Provided records section start

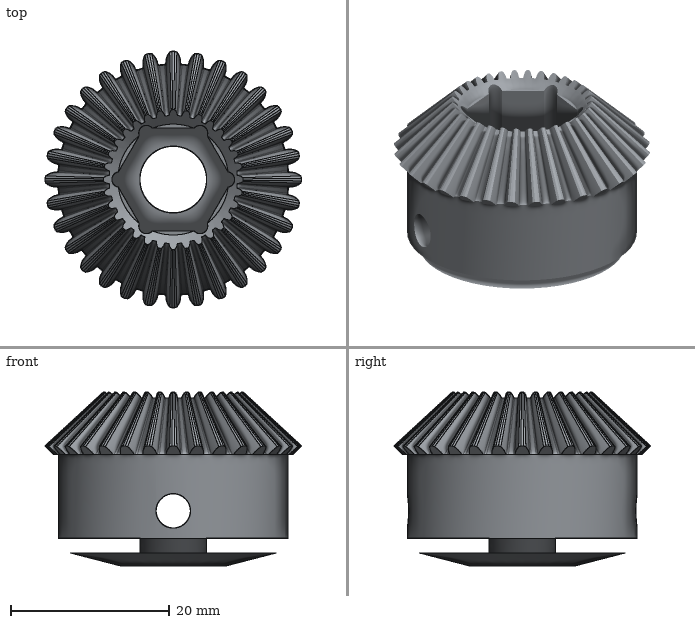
import cadquery as cq
import math

tooth_count = 32
total_height = 21.95
outer_radius = 16.2
pitch_radius = 15.57
apex_z = 30.1
tooth_dedendum = 1.1
tip_flat_half_width = 0.15
tip_half_width = 0.45
tip_crown = 0.13
pitch_half_width = 0.78
root_half_width = 0.95
root_fillet_height = 0.23
root_fillet_width = 0.2

hub_diameter = 29.0
hub_bottom_z = 3.5
hub_top_z = 14.05

bore_diameter = 8.4
neck_diameter = 8.45
disc_diameter = 25.93
disc_bottom_diameter = 13.17
disc_height = 1.65

hex_across_flats = 12.95
hex_floor_z = 13.6
mouth_diameter = 14.0
relief_radius = 0.97
relief_center_radius = 6.75

cross_hole_diameter = 4.3
cross_hole_z = 6.95

tip_z = apex_z - 2 * pitch_radius + outer_radius
top_tip_radius = (apex_z - total_height) * outer_radius / (apex_z - tip_z)

underside_radius = outer_radius - (tip_z - hub_top_z)
mouth_z = total_height - (top_tip_radius - mouth_diameter / 2)

pitch_angle = 360 / tooth_count

cone_distance = pitch_radius * math.sqrt(2)
tooth_addendum = (outer_radius - pitch_radius) * math.sqrt(2)


def blank_sector():
    """One tooth pitch of the turned blank: disc, neck, hub and the uncut gear cone, with the bore."""
    outline = [
        (bore_diameter / 2, 0),
        (disc_bottom_diameter / 2, 0),
        (disc_diameter / 2, disc_height),
        (neck_diameter / 2, disc_height),
        (neck_diameter / 2, hub_bottom_z),
        (hub_diameter / 2, hub_bottom_z),
        (hub_diameter / 2, hub_top_z),
        (underside_radius, hub_top_z),
        (outer_radius, tip_z),
        (top_tip_radius, total_height),
        (mouth_diameter / 2, mouth_z),
        (bore_diameter / 2, mouth_z),
    ]
    sector = cq.Workplane("XZ").polyline(outline).close().revolve(pitch_angle, (0, 0), (0, 1))
    return sector.rotate((0, 0, 0), (0, 0, 1), -pitch_angle / 2)


def gap_point(half_width, height):
    """Carry a point of the tooth section half a tooth pitch round, onto the section of the gap.

    The tooth surfaces are made of straight lines through the apex, so the point slides along
    its line until it meets the plane of the gap section. Returns (width, height) there.
    """
    half_pitch = math.pi / tooth_count
    radial = (cone_distance + height) / math.sqrt(2)
    axial = (height - cone_distance) / math.sqrt(2)
    across = radial * math.sin(half_pitch) - half_width * math.cos(half_pitch)
    along = radial * math.cos(half_pitch) + half_width * math.sin(half_pitch)
    stretch = cone_distance * math.sqrt(2) / (along - axial)
    return across * stretch, (along + axial) / math.sqrt(2) * stretch


def gap_section(scale):
    """Outline of one tooth gap on a plane square to the pitch cone, shrunk towards the apex."""
    plane = cq.Plane(
        origin=(pitch_radius * scale, 0, apex_z - pitch_radius * scale),
        xDir=(0, 1, 0),
        normal=(1, 0, -1),
    )

    def right(point):
        return point[0] * scale, point[1] * scale

    def left(point):
        return -point[0] * scale, point[1] * scale

    tip_clearance = 0.5
    fillet_sag = 1 - math.sqrt(0.5)
    above = gap_point(tip_flat_half_width, tooth_addendum + tip_clearance)
    crown = gap_point(tip_flat_half_width, tooth_addendum)
    corner = gap_point(tip_half_width, tooth_addendum - tip_crown)
    pitch = gap_point(pitch_half_width, 0)
    root = gap_point(root_half_width, root_fillet_height - tooth_dedendum)
    fillet_middle = gap_point(
        root_half_width + root_fillet_width * fillet_sag,
        root_fillet_height * fillet_sag - tooth_dedendum,
    )
    floor = gap_point(root_half_width + root_fillet_width, -tooth_dedendum)
    return (
        cq.Workplane(plane)
        .moveTo(*left(above))
        .lineTo(*left(crown))
        .lineTo(*left(corner))
        .threePointArc(left(pitch), left(root))
        .threePointArc(left(fillet_middle), left(floor))
        .lineTo(*right(floor))
        .threePointArc(right(fillet_middle), right(root))
        .threePointArc(right(pitch), right(corner))
        .lineTo(*right(crown))
        .lineTo(*right(above))
        .close()
        .val()
    )


def gap_cutter():
    """Cutter for one tooth gap, running past both ends of the teeth."""
    overrun = 0.1
    inner = gap_section(top_tip_radius / outer_radius - overrun)
    outer = gap_section(1 + overrun)
    return cq.Workplane(cq.Solid.makeLoft([inner, outer], True))


def toothed_body():
    """Full gear: a sector with one gap, doubled about Z until it closes the circle.

    The sectors meet through the middle of the teeth. The tooth count is a power of two.
    """
    body = blank_sector().cut(gap_cutter()).rotate((0, 0, 0), (0, 0, 1), pitch_angle / 2)
    sector_count = 1
    while sector_count < tooth_count:
        turned_copy = body.rotate((0, 0, 0), (0, 0, 1), sector_count * pitch_angle)
        body = body.union(turned_copy, glue=True, clean=True)
        sector_count *= 2
    return body


def nut_pocket():
    depth = total_height - hex_floor_z
    hex_across_corners = hex_across_flats / math.cos(math.pi / 6)
    floor = cq.Workplane("XY").workplane(offset=hex_floor_z)
    hexagon = floor.polygon(6, hex_across_corners).extrude(depth)
    reliefs = floor.polarArray(relief_center_radius, 0, 360, 6).circle(relief_radius).extrude(depth)
    return hexagon.union(reliefs)


def cross_hole():
    return (
        cq.Workplane("XZ")
        .center(0, cross_hole_z)
        .circle(cross_hole_diameter / 2)
        .extrude(hub_diameter / 2, both=True)
    )


result = toothed_body().cut(nut_pocket().union(cross_hole()))

Provided records section end

▸ Exercise brief: Copy out exactly, with no pictures, the lines of the data from the first one through the line bearing "top_tip_radius = (apex_z".

▸ Exercise answer:
import cadquery as cq
import math

tooth_count = 32
total_height = 21.95
outer_radius = 16.2
pitch_radius = 15.57
apex_z = 30.1
tooth_dedendum = 1.1
tip_flat_half_width = 0.15
tip_half_width = 0.45
tip_crown = 0.13
pitch_half_width = 0.78
root_half_width = 0.95
root_fillet_height = 0.23
root_fillet_width = 0.2

hub_diameter = 29.0
hub_bottom_z = 3.5
hub_top_z = 14.05

bore_diameter = 8.4
neck_diameter = 8.45
disc_diameter = 25.93
disc_bottom_diameter = 13.17
disc_height = 1.65

hex_across_flats = 12.95
hex_floor_z = 13.6
mouth_diameter = 14.0
relief_radius = 0.97
relief_center_radius = 6.75

cross_hole_diameter = 4.3
cross_hole_z = 6.95

tip_z = apex_z - 2 * pitch_radius + outer_radius
top_tip_radius = (apex_z - total_height) * outer_radius / (apex_z - tip_z)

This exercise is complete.